The prevalence of type 2 diabetes and its complications are increasing worldwide (1). One of the major complications in type 2 diabetes is cardiovascular disease (CVD), and CVD is the main cause of morbidity and mortality in this patient group (2).
Arginine vasopressin (AVP), or antidiuretic hormone, is a hormone that exerts cardiovascular (CV) and renal effects (3). Several studies have reported that AVP levels are elevated in animals and patients with diabetes (4–7). Increased levels of AVP may have long-term deleterious effects. AVP acts through three different vasopressin receptors, the V1a, V2, and V3 (or V1b) receptors, which mediate vasoconstriction, stimulate water retention, and facilitate secretion of ACTH, respectively (3). High concentrations of plasma AVP are known to stimulate V1a receptors preferentially (8), which may contribute to the CV complications in type 2 diabetes.
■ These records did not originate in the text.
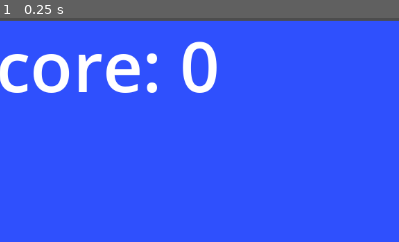
Above: before the commit, frame 1.
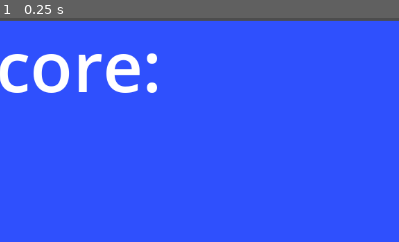
Above: after the commit, the same moment.

Repository: lemonpeppereel/Midyear-Project
Game: Godot game, scene res://MarioGame.tscn
Same seed, same stepped clock (60 frames per second), same inputs: the game is played once before the commit and once after it. This scene is started directly instead of the project's main scene.
Inputs:
- Up to frame 1 (0.25 s): no input
The pictures show only the part of the screen within x 5-55%, y 0-50%; the shares and areas given below are measured in that part.

The runs differ from the first frame. In frame 1, 1.1% of the frame differs, in the area x 45-55%, y 10-34%.

Commit message:
minor

Diff:
--- a/Coin.gd
+++ b/Coin.gd
@@ -13,4 +13,4 @@
 
 func _on_area_entered(area):
 	area.queue_free()
-	(MarioScore.score)[0] += 10;
+	MarioScore.score += 10;
--- a/MarioScore.gd
+++ b/MarioScore.gd
@@ -1,6 +1,6 @@
 extends Node
 
-var score = [0,1,2,3]
+var score = 0
 
 func _ready():
 	pass # Replace with function body.
--- a/marioscorecount.gd
+++ b/marioscorecount.gd
@@ -2,7 +2,10 @@
 
 
 func _ready():
-		text = "Score: " + str((MarioScore.score)[0])
+	pass
+
+func _updatescore():
+	text = "Score: " + str(MarioScore.score)
 
 
 # Called every frame. 'delta' is the elapsed time since the previous frame.
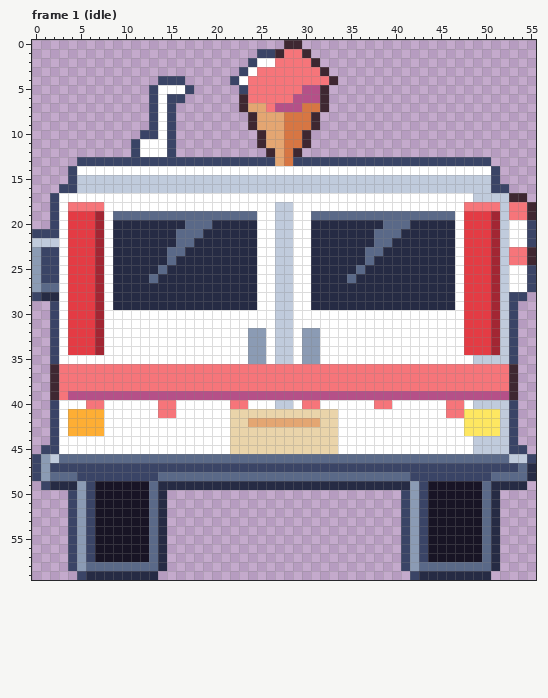
Two versions of one pixel-art file, art/road/ice-cream-truck.aseprite. Above: the version before the commit.
56x60 pixels, 6 frames. Shown: frame 1 (idle). The commit also changed other frames, which this record leaves out.
After the commit:
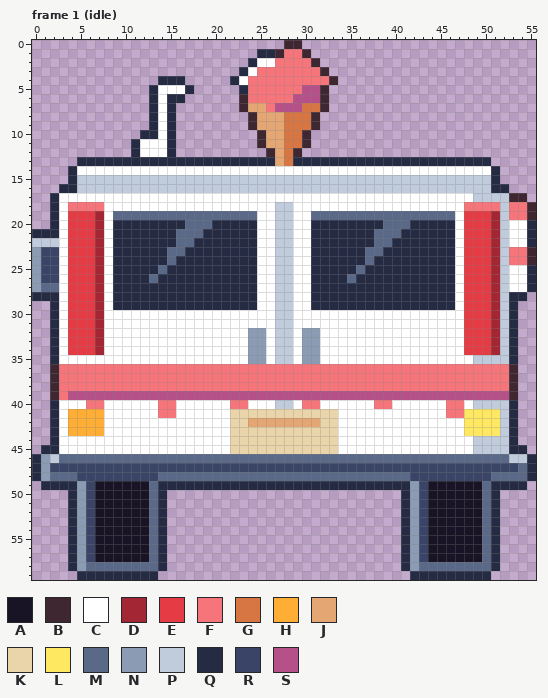
Palette (. is transparent): A #181425  B #3e2731  C #ffffff  D #a22633  E #e43b44  F #f6757a  G #d77643  H #feae34  J #e4a672  K #ead4aa  L #fee761  M #5a6988  N #8b9bb4  P #c0cbdc  Q #262b44  R #3a4466  S #b55088
The exact change:
Frame 1 (idle):
y 1: x 25..26 RR -> QQ
y 2: x 24 R -> Q
y 3: x 23 R -> Q
y 4: x 14..16 RRR -> QQQ; x 22 R -> Q
y 5: x 13 R -> Q; x 17 R -> Q; x 23 R -> Q
y 6: x 13 R -> Q; x 15..16 RR -> QQ
y 7..9: x 13 R -> Q; x 15 R -> Q
y 10: x 12..13 RR -> QQ; x 15 R -> Q
y 11..12: x 11 R -> Q; x 15 R -> Q
y 13: x 5..26 RRRRRRRRRRRRRRRRRRRRRR -> QQQQQQQQQQQQQQQQQQQQQQ; x 29..50 RRRRRRRRRRRRRRRRRRRRRR -> QQQQQQQQQQQQQQQQQQQQQQ
y 14..15: x 4 R -> Q; x 51 R -> Q
y 16: x 3..4 RR -> QQ; x 51..52 RR -> QQ
y 17..19: x 2 R -> Q
y 20: x 2 R -> Q; x 55 R -> Q
y 21: x 0..2 RRR -> QQQ; x 55 R -> Q
y 22: x 55 R -> Q
y 25..27: x 55 R -> Q
y 28: x 0 R -> Q; x 53..54 RR -> QQ
y 29..35: x 2 R -> Q; x 53 R -> Q
y 40..44: x 2 R -> Q; x 53 R -> Q
y 45: x 1..2 RR -> QQ; x 53..54 RR -> QQ
y 46: x 0 R -> Q; x 55 R -> Q
y 47..48: x 0 R -> Q
y 49: x 1 R -> Q
y 50..58: x 4 R -> Q; x 41 R -> Q
y 59: x 5 R -> Q; x 42 R -> Q
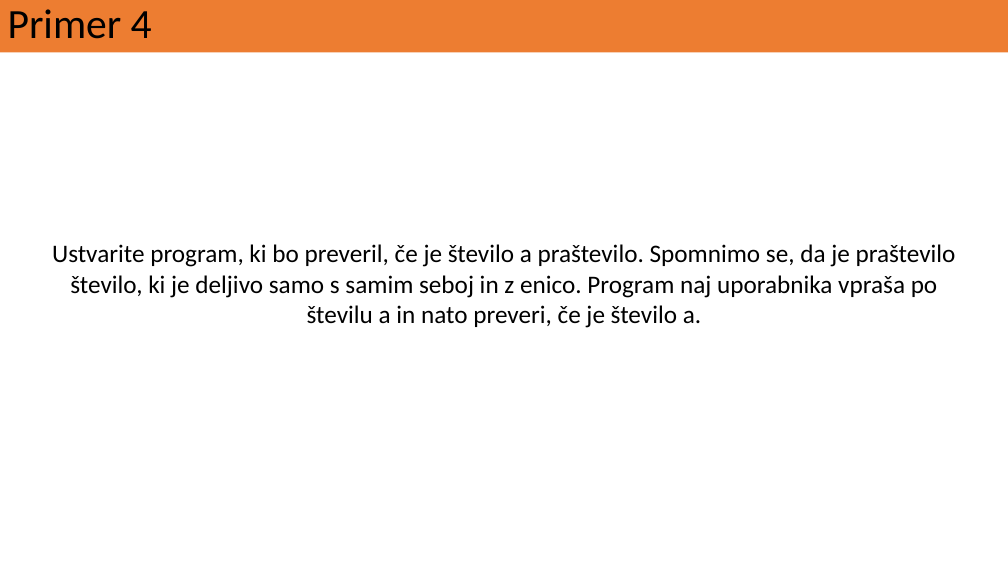
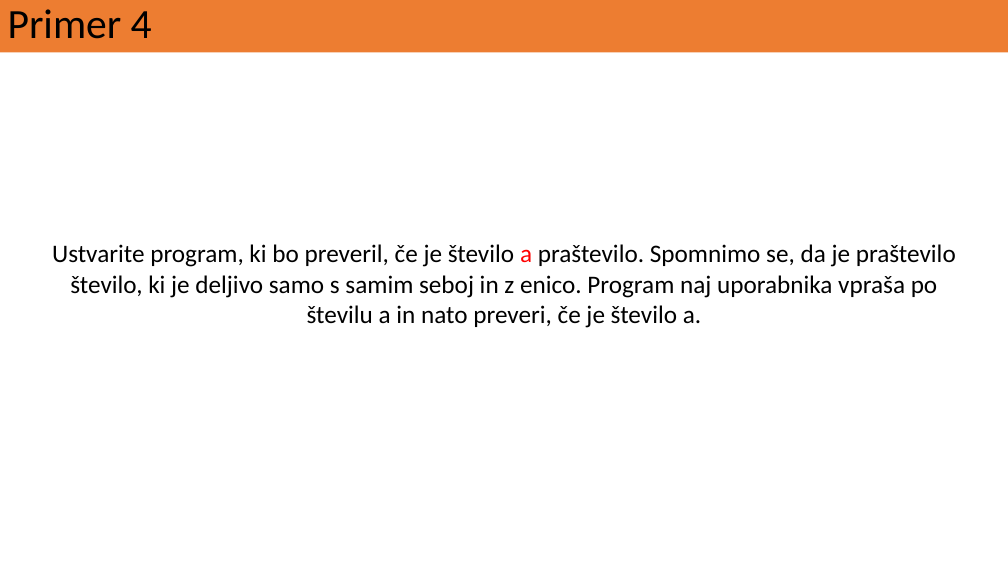
Before and after one commit to ReneMarkovic/Numericne_metode_v_fiziki, a slide deck: slide 13 of 00_Numericne_metode_osnove/VAJE_01.pptx. Drawn at 1008x567 pixels with LibreOffice and Linux fonts; fonts in the diff are those of the drawing. Boxes give left, top, right and bottom in pixels: in the first picture for what was removed or moved away, otherwise in the second. Text is boxed around its words. In the diff, an @@ line names an element or a change of style, - is before the commit and + after.

```diff
--- a/00_Numericne_metode_osnove/VAJE_01.pptx
+++ b/00_Numericne_metode_osnove/VAJE_01.pptx
@@ text "Ustvarite program, ki bo preveril, ..." at (x1=52, y1=244, x2=956, y2=328): text colour #000000 to #FF0000 in "a" @@
```
Also in this commit, not shown: 2 other files.

Despite the pivotal role of AVP in CVD, technical difficulties related to AVP’s small size, short plasma half-life, and association with platelets in the circulation have hindered the large-scale clinical use of AVP as a biomarker (3,9,10). Vasopressin is synthesized from a polypeptide precursor that contains AVP, neurophysin II, and copeptin (3). Copeptin, or COOH-terminal proarginine vasopressin, is released in equimolar amounts to AVP during precursor processing and has been found to be a stable and sensitive surrogate marker for AVP (11,12).
A recent study of Fenske et al. (8) showed copeptin levels to be strongly associated with CV events and mortality in patients with type 2 diabetes and end-stage renal disease. Copeptin was also found to be associated with CV events in patients with acute myocardial infarction and type 2 diabetes (13). To our knowledge, however, these associations have not been demonstrated for stable, ambulatory patients with type 2 diabetes. This is of particular interest, because it could point to a new modifiable system for treatment and prevention of CV events and mortality in type 2 diabetes (8,14). Our primary objective was to assess the association of baseline plasma copeptin level with CV and all-cause mortality in a population of patients with type 2 diabetes treated in primary care. Our secondary aim was to investigate the additional predictive value of copeptin for risk prediction of CV and all-cause mortality in patients with type 2 diabetes.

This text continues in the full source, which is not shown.